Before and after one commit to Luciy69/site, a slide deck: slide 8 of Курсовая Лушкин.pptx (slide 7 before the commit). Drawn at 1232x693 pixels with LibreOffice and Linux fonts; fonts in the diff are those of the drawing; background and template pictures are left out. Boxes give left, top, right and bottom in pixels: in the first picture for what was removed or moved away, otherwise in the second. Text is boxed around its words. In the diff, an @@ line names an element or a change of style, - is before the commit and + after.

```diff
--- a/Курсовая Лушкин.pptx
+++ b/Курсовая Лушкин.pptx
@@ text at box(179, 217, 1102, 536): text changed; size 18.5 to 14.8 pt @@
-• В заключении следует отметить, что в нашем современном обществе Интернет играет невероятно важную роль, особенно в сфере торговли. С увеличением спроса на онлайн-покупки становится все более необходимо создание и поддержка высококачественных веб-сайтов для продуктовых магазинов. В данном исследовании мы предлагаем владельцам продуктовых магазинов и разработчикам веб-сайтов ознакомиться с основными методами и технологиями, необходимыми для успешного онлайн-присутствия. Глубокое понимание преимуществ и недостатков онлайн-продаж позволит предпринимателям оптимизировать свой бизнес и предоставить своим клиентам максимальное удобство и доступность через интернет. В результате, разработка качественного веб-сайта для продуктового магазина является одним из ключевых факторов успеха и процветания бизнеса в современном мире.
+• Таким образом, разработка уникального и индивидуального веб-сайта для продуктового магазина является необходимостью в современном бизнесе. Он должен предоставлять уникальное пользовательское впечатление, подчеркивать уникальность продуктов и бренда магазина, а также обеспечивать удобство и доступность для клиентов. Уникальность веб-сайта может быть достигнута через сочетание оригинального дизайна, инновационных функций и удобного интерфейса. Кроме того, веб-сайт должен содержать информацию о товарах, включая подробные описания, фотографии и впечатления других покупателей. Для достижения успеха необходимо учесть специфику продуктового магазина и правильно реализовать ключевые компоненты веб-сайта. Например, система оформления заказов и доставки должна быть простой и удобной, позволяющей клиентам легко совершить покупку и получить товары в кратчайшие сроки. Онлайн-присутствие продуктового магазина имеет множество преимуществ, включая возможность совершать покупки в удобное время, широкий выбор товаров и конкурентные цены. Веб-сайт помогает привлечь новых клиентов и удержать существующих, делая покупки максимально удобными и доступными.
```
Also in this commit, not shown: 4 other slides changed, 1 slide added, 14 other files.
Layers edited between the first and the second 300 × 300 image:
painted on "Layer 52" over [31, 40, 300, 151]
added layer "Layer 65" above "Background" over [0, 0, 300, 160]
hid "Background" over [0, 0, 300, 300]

Task directions: Which lines in the records above contain the string "через"? Copy them.

Result of the task:
-• В заключении следует отметить, что в нашем современном обществе Интернет играет невероятно важную роль, особенно в сфере торговли. С увеличением спроса на онлайн-покупки становится все более необходимо создание и поддержка высококачественных веб-сайтов для продуктовых магазинов. В данном исследовании мы предлагаем владельцам продуктовых магазинов и разработчикам веб-сайтов ознакомиться с основными методами и технологиями, необходимыми для успешного онлайн-присутствия. Глубокое понимание преимуществ и недостатков онлайн-продаж позволит предпринимателям оптимизировать свой бизнес и предоставить своим клиентам максимальное удобство и доступность через интернет. В результате, разработка качественного веб-сайта для продуктового магазина является одним из ключевых факторов успеха и процветания бизнеса в современном мире.
+• Таким образом, разработка уникального и индивидуального веб-сайта для продуктового магазина является необходимостью в современном бизнесе. Он должен предоставлять уникальное пользовательское впечатление, подчеркивать уникальность продуктов и бренда магазина, а также обеспечивать удобство и доступность для клиентов. Уникальность веб-сайта может быть достигнута через сочетание оригинального дизайна, инновационных функций и удобного интерфейса. Кроме того, веб-сайт должен содержать информацию о товарах, включая подробные описания, фотографии и впечатления других покупателей. Для достижения успеха необходимо учесть специфику продуктового магазина и правильно реализовать ключевые компоненты веб-сайта. Например, система оформления заказов и доставки должна быть простой и удобной, позволяющей клиентам легко совершить покупку и получить товары в кратчайшие сроки. Онлайн-присутствие продуктового магазина имеет множество преимуществ, включая возможность совершать покупки в удобное время, широкий выбор товаров и конкурентные цены. Веб-сайт помогает привлечь новых клиентов и удержать существующих, делая покупки максимально удобными и доступными.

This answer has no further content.